# One Shot, One Yote for Bullwinkle



## glenway (Mar 27, 2011)

Bullwinkle was one for one this morning in Shiawassee County, Michigan. The FoxPro FX3 worked to perfection, with this large female responding to the woodpecker in distress. She tuned in to the Lone Wolf howler decoy by Flambeau (actually a full-body coyote) and a motion tail next to the decoy.
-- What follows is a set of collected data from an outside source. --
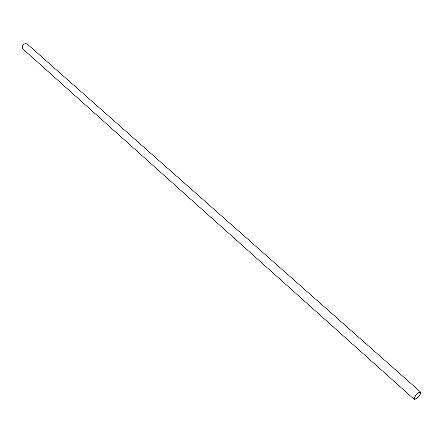 <?xml version="1.0" encoding="UTF-8"?>
<svg xmlns="http://www.w3.org/2000/svg" width="443" height="443" viewBox="0 0 443 443"><rect width="100%" height="100%" fill="white"/><g stroke="black" fill="none" stroke-linecap="round" stroke-linejoin="round"><path stroke-width="0.66" d="M419.05 392.387L420.662 392.099C420.889 394.087 419.283 396.407 415.833 399.06L414.199 399.359C413.978 397.365 415.595 395.04 419.05 392.387M420.662 392.099L27.206 44.018L25.351 43.541C22.416 44.782 21.574 46.576 22.842 48.918L414.199 399.359M415.96 398.8L414.46 399.071C414.255 397.233 415.739 395.095 418.917 392.653L420.407 392.387C420.617 394.22 419.133 396.358 415.96 398.8"/></g></svg>
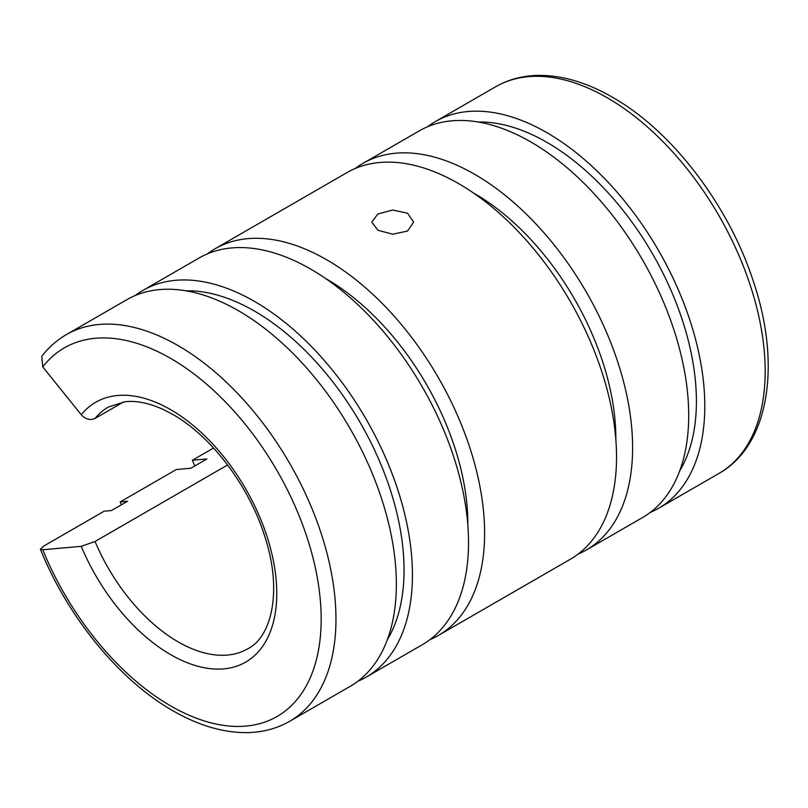 <?xml version="1.0" encoding="UTF-8"?>
<svg xmlns="http://www.w3.org/2000/svg" width="808" height="808" viewBox="0 0 808 808"><rect width="100%" height="100%" fill="white"/><g stroke="black" fill="none" stroke-linecap="round" stroke-linejoin="round"><path stroke-width="1.21" d="M427.543 126.765A223.261 128.906 60 0 1 435.29 121.614A223.261 128.906 60 0 1 607.333 181.426A223.261 128.906 60 0 1 704.788 406.111A223.261 128.906 60 0 1 658.55 508.323A223.261 128.906 60 0 1 650.218 512.464M478.215 122.008A211.403 122.058 60 0 1 696.405 401.273A211.403 122.058 60 0 1 679.68 470.953M355.358 168.428A223.261 128.906 60 0 1 363.115 163.287A223.261 128.906 60 0 1 535.159 223.099A223.261 128.906 60 0 1 632.614 447.784A223.261 128.906 60 0 1 586.376 549.985A223.261 128.906 60 0 1 578.043 554.126M363.115 163.287L419.211 130.906A223.261 128.906 60 0 1 591.254 190.718A223.261 128.906 60 0 1 688.709 415.403A223.261 128.906 60 0 1 642.471 517.605L586.376 549.985M473.478 192.991A199.546 115.211 60 0 1 615.837 438.098A199.546 115.211 60 0 1 615.837 439.562M227.593 464.964L95.051 541.481L81.234 546.329L42.753 549.763L40.4 549.288L43.743 546.067L104.131 511.201L111.393 510.555L127.482 501.273L120.21 501.919L176.306 469.539L190.839 468.236L206.919 458.954L192.385 460.247L213.554 448.026M66.468 334.552A223.261 128.906 60 0 1 178.093 345.612A223.261 128.906 60 0 1 335.966 619.049A223.261 128.906 60 0 1 289.729 721.261L350.116 686.396A223.261 128.906 60 0 0 396.354 584.194A223.261 128.906 60 0 0 298.899 359.51A223.261 128.906 60 0 0 126.846 299.687L66.468 334.552C56.964 340.067 48.733 347.319 41.764 356.328L42.753 366.862L81.234 414.726C85.567 419.322 90.173 420.554 95.051 418.433L123.685 401.899M185.86 290.789A211.403 122.058 60 0 1 404.05 570.064A211.403 122.058 60 0 1 387.325 639.744M135.178 295.556A223.261 128.906 60 0 1 142.935 290.405A223.261 128.906 60 0 1 314.979 350.218A223.261 128.906 60 0 1 412.434 574.902A223.261 128.906 60 0 1 366.196 677.114A223.261 128.906 60 0 1 357.863 681.255M121.392 504.778A223.261 128.906 60 0 1 120.21 501.919M142.935 290.405L199.031 258.025A223.261 128.906 60 0 1 371.074 317.837A223.261 128.906 60 0 1 468.529 542.521A223.261 128.906 60 0 1 422.291 644.723L366.196 677.114M325.473 278.437A199.546 115.211 60 0 1 467.842 523.554A199.546 115.211 60 0 1 467.832 525.018M377.902 213.969L392.698 210.029L407.505 213.171L413.635 222.109L407.505 231.058L392.698 234.199L377.902 230.26L371.771 222.109L377.902 213.969M207.363 253.884A223.261 128.906 60 0 1 215.11 248.733A223.261 128.906 60 0 1 387.153 308.555A223.261 128.906 60 0 1 484.608 533.23A223.261 128.906 60 0 1 438.37 635.442A223.261 128.906 60 0 1 430.038 639.582M194.779 465.964A223.261 128.906 60 0 1 192.385 460.247M215.11 248.733L347.036 172.569A223.261 128.906 60 0 1 519.079 232.391A223.261 128.906 60 0 1 616.534 457.065A223.261 128.906 60 0 1 570.297 559.277L438.37 635.442M718.938 473.458C769.539 445.046 781.578 364.055 753.147 280.709C728.473 204.98 671.953 130.926 612.535 97.293C586.194 82.093 560.823 74.811 536.411 75.447C521.493 75.972 507.919 79.74 495.678 86.749A223.261 128.906 60 0 1 607.303 97.808A223.261 128.906 60 0 1 765.176 371.246A223.261 128.906 60 0 1 718.938 473.458L658.55 508.323M95.051 418.433A139.542 80.568 60 0 1 108.323 407.06L125.048 401.738C136.198 400.455 148.884 403.02 163.095 409.414L172.862 414.494C211.393 436.078 250.066 487.375 265.287 538.067C282.224 590.587 271.963 636.583 247.864 648.753A139.542 80.568 60 0 1 178.093 641.845A139.542 80.568 60 0 1 95.051 541.481M81.234 414.726A150.005 86.608 60 0 1 170.7 409.696A150.005 86.608 60 0 1 276.76 593.415A150.005 86.608 60 0 1 170.7 654.662A150.005 86.608 60 0 1 81.234 546.329M42.753 366.862A212.797 122.856 60 0 1 170.7 358.429A212.797 122.856 60 0 1 321.17 619.049A212.797 122.856 60 0 1 170.7 705.929A212.797 122.856 60 0 1 42.753 549.763M289.729 721.261C277.578 728.22 264.105 731.987 249.308 732.553C224.806 733.27 199.323 725.988 172.862 710.717C119.321 680.255 67.842 617.241 40.4 549.288M495.678 86.749L435.29 121.614"/></g></svg>
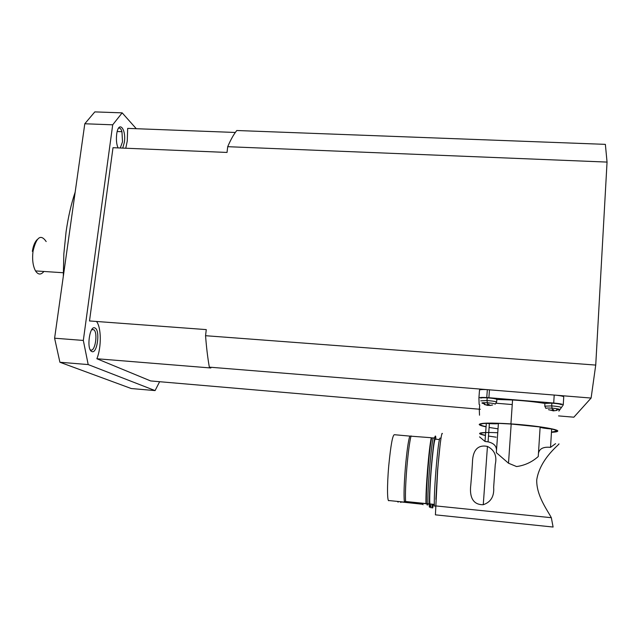 <?xml version="1.0" encoding="UTF-8"?>
<svg xmlns="http://www.w3.org/2000/svg" width="639" height="639" viewBox="0 0 639 639"><rect width="100%" height="100%" fill="white"/><g stroke="black" fill="none" stroke-linecap="round" stroke-linejoin="round"><path stroke-width="0.96" d="M205.558 335.707L595.732 365.077L607.05 162.082L227.708 146.69L227.029 152.441L113.007 147.697L89.5 320.954L206.269 329.604L205.558 335.707C206.429 347.344 207.691 357.824 209.336 367.145L210.854 367.984L96.872 358.743L150.66 380.94L480.32 409.295M96.521 321.473C101.393 327.543 101.545 347.384 96.872 358.743M235.32 132.465L127.68 128.383L127.265 141.051L125.763 148.224M43.891 271.471C40.936 275.05 38.14 274.866 35.52 270.92C32.869 265.944 32.046 259.338 33.052 251.111C36.447 236.957 40.824 233.778 46.184 241.566M37.206 239.593C34.857 241.854 33.236 245.775 32.349 251.359M91.88 329.46L94.005 329.812C98.118 333.39 94.971 352.313 90.626 349.948L90.187 349.685M91.84 351.538C97.224 354.357 100.467 330.107 95.011 328.015C89.612 324.684 86.201 349.765 91.84 351.538M118.487 128.247C119.876 127.592 121.035 128.743 121.953 131.698L122.512 141.81L120.276 148M122.728 148.096L124.341 142.353C126.442 128.631 118.471 119.836 116.673 134.318C116.066 139.797 116.522 144.326 118.039 147.905M75.17 192.131C71.217 203.881 68.189 217.1 66.081 231.805L63.836 254.01L63.301 276.431M485.448 435.319C482.349 434.656 480.76 434.081 480.704 433.601C480.712 433.122 482.365 432.819 485.64 432.683M485.44 435.478C481.622 434.704 479.665 434.041 479.577 433.498C479.913 432.531 485.808 432.26 497.262 432.707M540.123 427.203C541.385 427.85 545.235 428.449 551.665 429.017L550.53 447.356L555.579 443.658M538.453 453.434C539.332 448.666 543.358 446.637 550.53 447.356M486.071 426.684C482.413 425.87 480.536 425.159 480.464 424.552C480.48 423.945 482.429 423.545 486.319 423.345L485.009 441.461L488.068 441.845C493.955 443.21 496.751 446.246 496.471 450.942M486.319 423.345L489.378 423.593C494.658 423.929 497.669 423.889 498.396 423.481M479.562 436.868L485.009 441.461M551.665 429.017C555.235 429.871 556.801 430.59 556.345 431.165L551.473 432.116M442.348 433.705C441.693 430.534 439.4 448.075 437.659 470.376L435.407 514.842L553.102 527.039L551.329 517.702C547.256 509.946 536.313 495.544 536.736 479.865C540.131 457.78 561.441 442.979 558.79 443.945M471.734 473.643L472.461 462.412C472.636 453.53 475.616 444.025 487.445 446.429C494.546 450.016 497.15 456.062 495.257 464.553L493.659 487.253C494.33 496.327 490.864 502.15 483.26 504.714C471.127 504.938 469.641 493.995 470.791 485.017L471.734 473.643M516.584 466.558C524.755 465.448 531.975 462.101 538.254 456.526L540.139 426.98L511.184 424.024L508.508 463.219L516.584 466.558M511.184 424.024L498.404 423.361L496.343 452.676L508.508 463.219M435.894 499.379L437.531 470.552L440.127 444.68M440.119 438.074C439.169 437.899 437.779 448.674 435.934 470.4C434.304 490.64 433.793 508.396 434.847 506.008L435.758 506.104M439.376 439.536L435.375 439.177C434.376 439.089 432.994 449.369 431.213 470.008C429.648 489.242 429.224 506.168 430.303 503.987L434.352 504.403M409.807 436.11L394.487 434.72C392.689 434.52 390.772 444.912 388.736 465.911C386.994 485.472 387.186 502.741 388.999 500.553L404.806 502.166M429.464 469.721C430.75 454.265 431.972 443.65 433.138 437.891L431.684 437.931C430.51 443.067 429.256 453.626 427.914 469.609C426.66 485.728 426.157 497.07 426.397 503.628L427.85 503.756C427.715 496.647 428.258 485.297 429.464 469.721M430.878 504.051L430.079 507.078C428.881 509.674 429.336 491.095 431.061 469.873C433.026 447.1 434.552 435.862 435.63 436.149L435.926 439.225M435.295 436.054L434.384 438.011L433.138 437.891M431.589 438.314C430.438 441.94 429.128 452.388 427.667 469.641C426.325 487.222 425.886 498.564 426.349 503.66L426.397 503.628M405.581 501.487L425.965 503.564C425.806 496.455 426.333 485.105 427.547 469.537C428.841 454.081 430.079 443.482 431.261 437.723L409.807 436.094C408.329 440.591 406.851 451.046 405.39 467.476C404.072 484.058 403.72 495.369 404.335 501.399L405.581 501.487C405.19 494.378 405.621 483.068 406.859 467.556C408.209 452.164 409.615 441.613 411.069 435.902M556.545 409.791C561.33 409.575 560.203 409.056 553.182 408.249L551.976 408.153C547.982 407.938 545.962 408.033 545.922 408.441L544.795 406.156L544.875 403.417L551.856 403.145C557.735 403.592 560.874 404.136 561.258 404.783M489.841 405.35L487.677 405.406L484.258 404.439L487.693 405.094L487.333 402.778L488.531 402.866C493.06 403.305 495.257 403.752 495.137 404.207L496.583 402.155L496.87 399.455L512.558 399.99C524.547 400.733 535.322 401.875 544.875 403.417M486.063 426.868C481.606 425.941 479.322 425.135 479.21 424.448C480.384 422.858 490.96 422.675 510.928 423.889C535.442 425.494 560.195 429.472 557.631 431.277C557.12 431.804 555.067 432.148 551.465 432.315M560.994 407.506C560.842 406.979 558.31 406.484 553.39 406.029L551.697 405.901L552.296 409.623L553.654 409.735L553.446 410.597L554.229 410.749L556.984 410.374L553.246 410.893L553.342 409.719M553.246 410.893L552.032 410.47L552.296 409.623M551.864 410.47L548.47 409.663L552.032 410.478M496.583 402.155C496.12 401.611 493.492 401.116 488.691 400.669L487.006 400.541L487.333 402.778C481.143 402.57 480.272 402.913 484.737 403.824M487.797 404.239L489.131 404.343L489.075 405.214L489.889 405.366L492.589 404.99L489.881 405.501M480.84 398.153C481.103 397.73 483.22 397.618 487.19 397.825C492.853 398.241 496.08 398.784 496.87 399.455M487.757 404.136L487.677 405.406M487.693 405.094L487.765 404.16L487.709 405.078M553.478 409.727L553.446 410.597M553.118 410.55L553.206 409.711M497.533 428.761L489.099 427.451M431.605 438.258L431.261 437.723M427.467 503.899L404.335 501.399M429.12 504.115L427.459 503.947M427.85 503.756L429.112 503.883C429.192 506.519 429.408 507.582 429.751 507.078M404.551 501.439L405.246 502.214L405.565 501.655M479.138 404.455L478.915 397.953C479.242 397.434 481.854 397.298 486.766 397.546L553.709 403.033C559.9 403.608 563.079 404.239 563.255 404.918L558.861 411.109M478.923 397.929L479.498 390.125C479.761 389.598 482.181 389.423 486.758 389.606L556.96 395.285C561.537 395.845 563.79 396.404 563.734 396.963L563.263 404.775M487.341 389.654L209.336 367.145M496.16 437.196L488.484 436.038M422.603 504.267L400.15 501.839L400.893 502.438L401.116 502.022M405.142 502.294L422.203 504.035L422.187 503.404M422.203 504.035L423.106 504.706M422.491 503.436L422.579 504.123M397.33 501.407L398.129 502.15M427.667 503.947L427.291 505.129L426.724 503.867M431.341 507.63C430.99 508.372 430.782 507.462 430.71 504.882M433.394 505.058L432.739 507.773C432.363 508.588 432.156 507.39 432.116 504.171M432.483 504.211L432.93 505.01M496.215 403.225L512.246 404.559M479.498 415.19L479.314 409.839M159.63 381.699L155.085 390.589L88.19 364.573L83.326 340.443L112.704 124.813L122.169 112.855L136.283 128.703M83.326 340.443L54.603 338.207L59.906 362.249L88.19 364.573M54.603 338.207L84.795 123.766L112.704 124.813M122.169 112.855L94.812 111.897L84.795 123.766M155.085 390.589L131.275 388.536L59.906 362.249M227.708 146.69C230.695 139.725 233.722 134.326 236.797 130.508L605.365 144.358L607.05 162.082M558.566 415.901L573.854 417.195L591.107 398.057L556.96 395.285M591.107 398.057L595.732 365.077M551.856 403.145L551.697 405.901L544.795 406.156M487.19 397.825L487.006 400.541L480.736 400.845M551.329 517.702L435.758 505.912M554.205 395.022L553.709 403.033M489.466 389.782L488.899 397.698M479.681 404.822L479.314 409.815M91.744 329.644L94.005 329.812M489.378 423.593L488.068 441.845M483.26 504.714L487.445 446.429M512.558 399.99L510.928 423.889M487.341 389.638L486.766 397.546M63.269 272.741L35.52 270.92M117.209 131.514L121.953 131.698"/></g></svg>

The .300 Winchester topped with a Leupold Vari X III, 6.5 x 20, w/50mm objective with 1/8 dot and my custom loads of 110-grain Hornady spire points took her out cleanly. Bullwinkle's chip shot was 130 yards. We didn't weigh her, but she was pretty hefty.


----------



## TexAgBQ81 (Mar 4, 2010)

Congrats, how fast is that 110 moving?


----------



## Bullwinkle (Apr 2, 2011)

The super flat shootin' spire points leave the barrel at avg of 3625fps, basicly point and shoot out to about 300 yds


----------



## On a call (Mar 3, 2010)

Not to bad of looking yote...with this colder than normal weather she must have want that coat a little longer. Good going guys !


----------



## bar-d (Feb 3, 2010)

Nice one BW. Thanks for posting GW.


----------



## glenway (Mar 27, 2011)

Hey, guys. In Michigan the hunting regs indicate the following season: July 15 - April 15th, so we beat the deadline by a week. But, the rules go on to say this: "...coyote may be taken on private property by a property owner or designee (that's Bullwinkle and me) all year if they are doing or about to do damage...:

Any coyote mind readers out there? We sure wouldn't want to get into trouble.


----------



## Mattuk (Oct 16, 2010)

Good work boys. Looks a good size too.


----------



## On a call (Mar 3, 2010)

Yes...I can read coyote minds...and it is not all good let me tell you that.


----------



## youngdon (Mar 10, 2010)

It sounds as if a called coyote would be off limits, the same as one sauntering across afield. Unless of course he was heading for a hen house.


----------



## Mattuk (Oct 16, 2010)

But would you have to let him kill a hen first as he might just be passing by!?


----------



## glenway (Mar 27, 2011)

Don, I think you may be correct. As an example, each state has a crow season of no more than a total of 120 days, as mandated by our treaty with Mexico in 1975, which was actually meant to protect migratory birds. However, during the closed season, crows in Michigan can still be killed if they are dubbed nuisance crows. It is illegal to entice them into range by calling, however, during the closed season.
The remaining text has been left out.